Application ID: APWRD23RA1046

 



Brief Details:

Dr. Abhishek is currently working as a post-doctoral fellow in the civil engineering discipline at IIT Bombay. He joined IIT Gandhinagar to pursue Ph.D. from July 2016 to May 2022, directly after completing his B.Tech. from NIT Patna. He was selected as a start-early Ph.D. fellow in the civil engineering discipline. He was also selected for the Prime Minister Research Fellowship (PMRF) in 2018. He taught Fluid Mechanics to undergraduate students for a semester as a Graduate Trainee Fellow (GTF) at IIT Gandhinagar. During his Ph.D., he advanced the understanding of flood flow, sediment and mass transport, and three-dimensional hydrodynamics of channel junctions. He conducted both experimental and numerical simulations (3D CFD simulations) of the channel junction. He is a member of a professional society: “International Association for Hydro-Environment Engineering and Research (IAHR).” His expertise includes experimental and computational hydraulics (3D CFD modeling). His recent paper “Flow Dynamics and Pollutant Transport at an Artificial Right-angled Open-Channel Junction with a Deformed Bed” got featured in the Editor’s Choice of the ASCE’s Journal of Hydraulic Engineering. Dr. Abhishek is primarily interested in solving problems related to flooding and sedimentation. 
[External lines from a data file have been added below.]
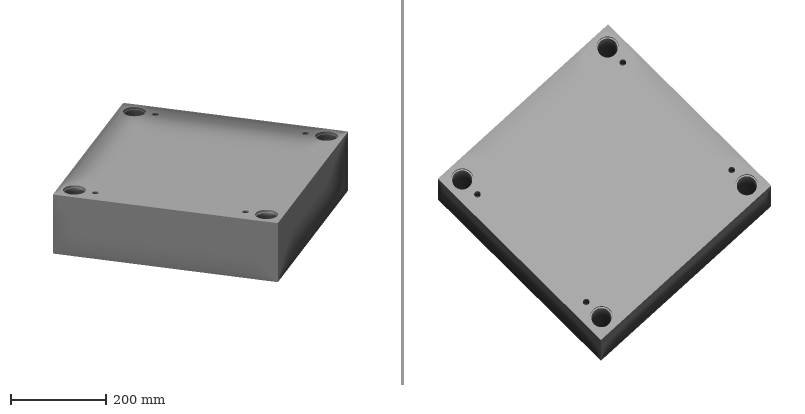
import cadquery as cq
import math

side = 495.5
height = 136.0

corner_inset = 36.0
corner_diameter = 42.0
mouth_diameter = 48.0
mouth_depth = 5.0

small_diameter = 14.0
small_depth = 29.5
drill_tip_angle = 118.0
small_spacing_x = 330.5

corner_spacing = side - 2 * corner_inset

block = cq.Workplane("XY").box(side, side, height, centered=(True, True, False))

with_corner_holes = (
    block.faces(">Z")
    .workplane()
    .rarray(corner_spacing, corner_spacing, 2, 2)
    .cboreHole(corner_diameter, mouth_diameter, mouth_depth)
)

small_radius = small_diameter / 2
tip_length = small_radius / math.tan(math.radians(drill_tip_angle / 2))
drilled_hole = (
    cq.Workplane("XZ")
    .moveTo(0, height)
    .lineTo(small_radius, height)
    .lineTo(small_radius, height - small_depth)
    .lineTo(0, height - small_depth - tip_length)
    .close()
    .revolve(360, (0, 0, 0), (0, 1, 0))
)

result = with_corner_holes
for x_sign in (-1, 1):
    for y_sign in (-1, 1):
        centre = (x_sign * small_spacing_x / 2, y_sign * corner_spacing / 2, 0)
        result = result.cut(drilled_hole.translate(centre))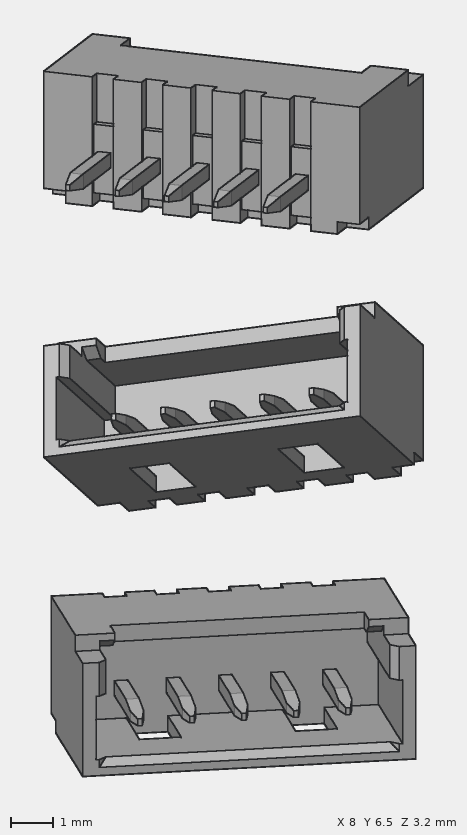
import cadquery as cq


width = 8.0
depth = 4.2
height = 3.2
wall_top = 0.4
wall_bottom = 0.4
wall_side = 0.59
front_wall = 1.0
arm_length = 0.98
mouth_width = 6.1
mouth_depth = 1.6

cavity_width = width - 2 * wall_side
cavity_depth = depth - front_wall
cavity_top = height - wall_top
cavity_height = cavity_top - wall_bottom
lead_in = 0.19
lip_depth = 0.32
lip_rise = 0.22
rail_groove_depth = 0.27
rail_groove_top = 1.97

window_width = 1.0
window_start = 1.45

relief_height = 0.3
corner_width = 0.56
corner_depth = 0.6
groove_width = 0.54
upper_groove_depth = 0.3
middle_groove_depth = 0.1
lower_groove_depth = 0.48
groove_step_z = 2.0

pin_count = 5
pin_row_length = 5.0
pin_pitch = pin_row_length / (pin_count - 1)
pin_width = 0.32
pin_thickness = 0.37
pin_z = 1.15
pin_reach = 2.3
solder_tip_length = 0.58
solder_tip_width = 0.1
solder_tip_thickness = 0.14
contact_gap = 0.7
contact_tip_length = 0.4
contact_tip_width = 0.11
contact_slope_length = 1.0
contact_slope_drop = 0.2

pin_centers = [(i - (pin_count - 1) / 2) * pin_pitch for i in range(pin_count)]


def block(x_center, x_size, y_min, y_max, z_min, z_max):
    """Box centred on x_center and running between the given Y and Z limits."""
    size = (x_size, y_max - y_min, z_max - z_min)
    return cq.Workplane("XY").box(*size, centered=(True, False, False)).translate((x_center, y_min, z_min))


def make_shell():
    """Outer block with the top wall set back over the arms and over the mouth."""
    shell = block(0, width, 0, depth, 0, height)
    shell = shell.cut(block(0, width, depth - arm_length, depth, cavity_top, height))
    return shell.cut(block(0, mouth_width, depth - mouth_depth, depth, cavity_top, height))


def make_cavity():
    """Connector cavity, its flared entry and the grooves in its side walls."""
    cavity = block(0, cavity_width, depth - cavity_depth, depth, wall_bottom, cavity_top)

    flare_bottom = (
        cq.Workplane("YZ")
        .moveTo(depth - lead_in, wall_bottom)
        .lineTo(depth, wall_bottom - lead_in)
        .lineTo(depth, cavity_top)
        .lineTo(depth - lead_in, cavity_top)
        .close()
        .extrude(cavity_width / 2 + lead_in, both=True)
    )
    flare_sides = (
        cq.Workplane("XY")
        .workplane(offset=wall_bottom - lead_in)
        .moveTo(-cavity_width / 2, depth - lead_in)
        .lineTo(cavity_width / 2, depth - lead_in)
        .lineTo(cavity_width / 2 + lead_in, depth)
        .lineTo(-cavity_width / 2 - lead_in, depth)
        .close()
        .extrude(cavity_height + lead_in)
    )
    cavity = cavity.union(flare_bottom.intersect(flare_sides))

    lip_y = depth - arm_length
    lip = (
        cq.Workplane("YZ")
        .moveTo(lip_y - lip_depth, cavity_top)
        .lineTo(lip_y, cavity_top)
        .lineTo(lip_y, cavity_top + lip_rise)
        .close()
        .extrude(cavity_width / 2, both=True)
    )
    cavity = cavity.union(lip)

    rail_span = cavity_width + 2 * rail_groove_depth
    return cavity.union(block(0, rail_span, depth - cavity_depth, depth, wall_bottom, rail_groove_top))


def make_windows():
    """Openings in the bottom wall, between the first and the last pair of pins."""
    window_x = (pin_centers[0] + pin_centers[1]) / 2
    y_range = (depth - cavity_depth, depth - window_start)
    left = block(-window_x, window_width, *y_range, 0, wall_bottom)
    return left.union(block(window_x, window_width, *y_range, 0, wall_bottom))


def make_front_groove(x):
    """Vertical groove around one pin, with a shallow middle stretch."""
    groove = block(x, groove_width, 0, middle_groove_depth, 0, height)
    groove = groove.union(block(x, groove_width, 0, upper_groove_depth, groove_step_z, height))
    return groove.union(block(x, groove_width, 0, lower_groove_depth, 0, relief_height))


def make_corner_notch(side):
    """Notch in one lower front corner; side is -1 or 1."""
    x = side * (width - corner_width) / 2
    return block(x, corner_width, 0, corner_depth, 0, relief_height)


def make_pin(x):
    """Straight pin: tapered on four sides for soldering, pointed and sloped at the contact end."""
    contact_end = depth - contact_gap
    solder_shoulder = solder_tip_length - pin_reach
    plan = (
        cq.Workplane("XY")
        .moveTo(-solder_tip_width / 2, -pin_reach)
        .lineTo(solder_tip_width / 2, -pin_reach)
        .lineTo(pin_width / 2, solder_shoulder)
        .lineTo(pin_width / 2, contact_end - contact_tip_length)
        .lineTo(contact_tip_width / 2, contact_end)
        .lineTo(-contact_tip_width / 2, contact_end)
        .lineTo(-pin_width / 2, contact_end - contact_tip_length)
        .lineTo(-pin_width / 2, solder_shoulder)
        .close()
        .extrude(pin_thickness, both=True)
    )
    profile = (
        cq.Workplane("YZ")
        .moveTo(-pin_reach, -solder_tip_thickness / 2)
        .lineTo(solder_shoulder, -pin_thickness / 2)
        .lineTo(contact_end, -pin_thickness / 2)
        .lineTo(contact_end, pin_thickness / 2 - contact_slope_drop)
        .lineTo(contact_end - contact_slope_length, pin_thickness / 2)
        .lineTo(solder_shoulder, pin_thickness / 2)
        .lineTo(-pin_reach, solder_tip_thickness / 2)
        .close()
        .extrude(pin_width, both=True)
    )
    return plan.intersect(profile).translate((x, 0, pin_z))


result = make_shell().cut(make_cavity()).cut(make_windows())
for side in (-1, 1):
    result = result.cut(make_corner_notch(side))
for x in pin_centers:
    result = result.cut(make_front_groove(x))
for x in pin_centers:
    result = result.union(make_pin(x))

Title of Talk:  Flow Dynamics and Pollutant Transport at a Right-Angled Open Channel Junction with a Deformed Bed

Abstract: Open channel junction flow occurs in natural and human-made (e.g., drainage systems) hydraulic systems. A proper understanding of the channel junction flow dynamics is essential to analyze the associated physical processes at the junction. This research seminar presents a detailed three-dimensional (3D) flow field and pollutant transport at a laboratory-scale right-angled channel junction with a quasi-equilibrium deformed bed to elucidate the hydraulics of the channel junction. 3D turbulent structures and their role in pollutant transport are examined using the Large-eddy simulation (LES) model. The deformed bed junction represents a quasi-equilibrium condition and consists of a scour zone and deposition bar. The quasi-equilibrium deformed bed of the junction is obtained from the initial flat-bed condition. The numerical model is validated against experimental data of the velocity field. The study shows that bed topography plays a major role in controlling flow and turbulent structures at the junction. The flow field, including the 3D turbulent structures, is modified remarkably at the deformed bed junction compared to the field under the initial flat-bed condition. Comparisons of the flow field between the flat-bed condition and quasi-equilibrium, deformed bed condition demonstrate a reduced flow separation zone and less-developed recirculating gyre in the latter case because of the strong secondary currents. Visualization of the turbulent structures using the Q-criterion shows the dominance of the turbulent structures generated from the Kelvin–Helmholtz (KH) instability of the shear layer over the streamwise-oriented vortical structures at the junction. The coherence of the turbulent structures is drastically disrupted at the deformed bed junction as the KH instability results in more randomly oriented residuals. In contrast, the breakdown of the shear layer at a flat-bed junction displays the trail of the arch-shaped vortices. In this work, the role of turbulent structures in pollutant transport is elucidated by using a neutrally buoyant, conservative tracer. Large incoherent turbulent structures associated with the KH instability help the tracer evolve faster at the deformed bed junction. The present study improves the understanding of the flow field and mixing patterns at the open channel junctions.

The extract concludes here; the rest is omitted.